Program ini ditujukan untuk membantu peserta didik dari keluarga kurang mampu agar dapat memenuhi berbagai kebutuhan sekolah, mulai dari pembelian seragam, buku pelajaran, alat tulis, hingga kebutuhan pendukung proses belajar lainnya.
Seiring dimulainya penyaluran bantuan, siswa maupun orang tua dapat mengecek status penerima secara mandiri melalui Sistem Informasi Program Indonesia Pintar (SIPINTAR) yang dikelola oleh Kemendikdasmen.
Layanan tersebut memungkinkan masyarakat mengetahui status penerimaan bantuan tanpa harus datang ke sekolah atau kantor dinas pendidikan.
BACA JUGA:Cara Cek Desil Bansos Juni 2026 Lewat HP, Cukup NIK dan Aplikasi Resmi Kemensos
Pengecekan dapat dilakukan secara online menggunakan Nomor Induk Siswa Nasional (NISN) dan Nomor Induk Kependudukan (NIK) yang sesuai dengan data peserta didik.
Proses pengecekan penerima PIP tergolong sederhana dan dapat dilakukan melalui ponsel maupun komputer yang terhubung ke internet.
Berikut langkah-langkahnya:
- Buka laman SIPINTAR Kemendikdasmen melalui browser.
- Masukkan Nomor Induk Siswa Nasional (NISN).
- Isi Nomor Induk Kependudukan (NIK) peserta didik.
- Ketik kode verifikasi atau captcha yang muncul pada layar.
- Klik tombol "Cek Penerima PIP".
BACA JUGA:Rupiah Semakin Dekat ke Rp18.000 per Dolar AS, Ini Penyebab Pelemahannya
Setelah proses verifikasi berhasil, sistem akan menampilkan informasi terkait status penerima bantuan.
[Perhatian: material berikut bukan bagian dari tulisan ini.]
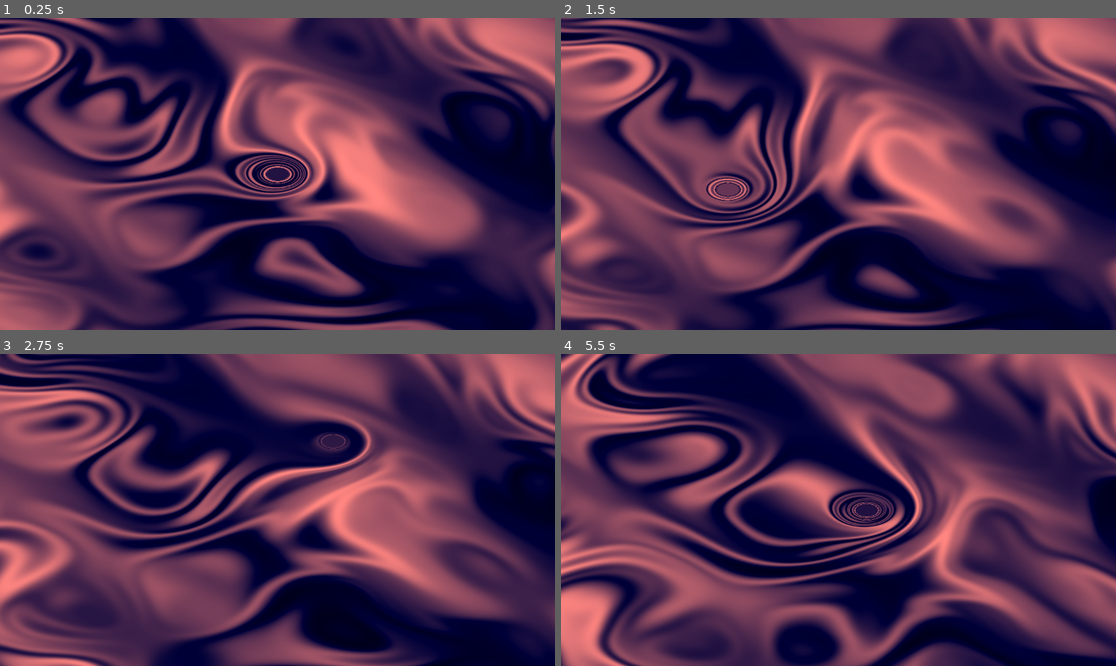
Above: before the commit, frames 1-4 (two rows, left to right).
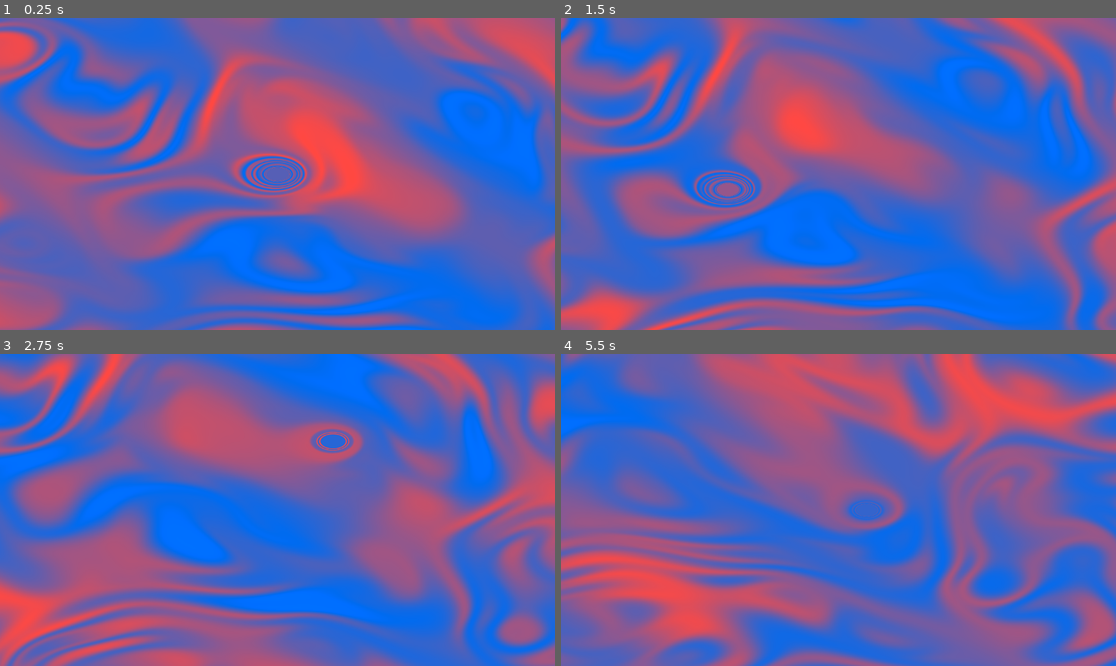
Above: after the commit, the same moments.

Repository: arrowira/godotShaderFractal
Game: Godot game, scene res://main.tscn
Same seed, same stepped clock (60 frames per second), same inputs: the game is played once before the commit and once after it.
Inputs (mouse positions are in pixels of both pictures, inside the frame that each line leads up to):
- Up to frame 1 (0.25 s): no input
- Up to frame 2 (1.5 s): move the mouse to (960, 158) at 0.52 s; move the mouse to (727, 189) at 1.27 s
- Up to frame 3 (2.75 s): move the mouse to (333, 441) at 2.02 s
- Up to frame 4 (5.5 s): move the mouse to (810, 572) at 2.77 s; move the mouse to (1005, 556) at 3.52 s; move the mouse to (672, 463) at 4.27 s; move the mouse to (866, 510) at 5.02 s

The runs differ from the first frame. In frame 1, 96% of the frame differs, in the area x 0-100%, y 0-100%; in frame 2, 99%; in frame 3, 99%; in frame 4, 100%.

Commit message:
messing around

Diff:
--- a/fractal/main.tscn
+++ b/fractal/main.tscn
@@ -5,14 +5,14 @@
 
 [sub_resource type="ShaderMaterial" id="ShaderMaterial_0xm2m"]
 shader = ExtResource("1_ig7tw")
-shader_parameter/innerColor = Color(0.3393857, 0.17831469, 0.31436306, 1)
-shader_parameter/outerColor = Color(0.8866085, 0.46127003, 0.46886104, 1)
+shader_parameter/innerColor = Color(0.4520614, 0.3579196, 0.6350573, 1)
+shader_parameter/outerColor = Color(0.999829, 0.28279814, 0.26506886, 1)
 shader_parameter/scale = 3.0
-shader_parameter/timeMod = 0.1
+shader_parameter/timeMod = 0.01
 shader_parameter/pixelation = 1.0
-shader_parameter/bold = 6.0
+shader_parameter/bold = 5.0
 shader_parameter/sharp = 100.0
-shader_parameter/moveSpeed = 0.0
+shader_parameter/moveSpeed = 20.0
 shader_parameter/focusPoint = Vector2(0.5, 0.5)
 
 [sub_resource type="ShaderMaterial" id="ShaderMaterial_h2yge"]

Data yang muncul umumnya mencakup identitas peserta didik, status penerimaan PIP, serta informasi penyaluran bantuan apabila telah ditetapkan sebagai penerima.
Pemerintah menjadwalkan penyaluran bantuan PIP 2026 secara bertahap sepanjang tahun. Skema ini dilakukan untuk memastikan proses distribusi bantuan berjalan lebih efektif dan tepat sasaran.
Termin pertama berlangsung pada Februari hingga April 2026. Tahap ini umumnya diprioritaskan bagi siswa yang telah memiliki data valid dan masuk dalam kategori penerima prioritas, termasuk peserta didik kelas akhir.
Selanjutnya, termin kedua dijadwalkan berlangsung pada Mei hingga September 2026. Pada periode ini, bantuan diberikan kepada siswa yang telah tercantum dalam Surat Keputusan (SK) penetapan penerima serta memenuhi seluruh persyaratan administrasi.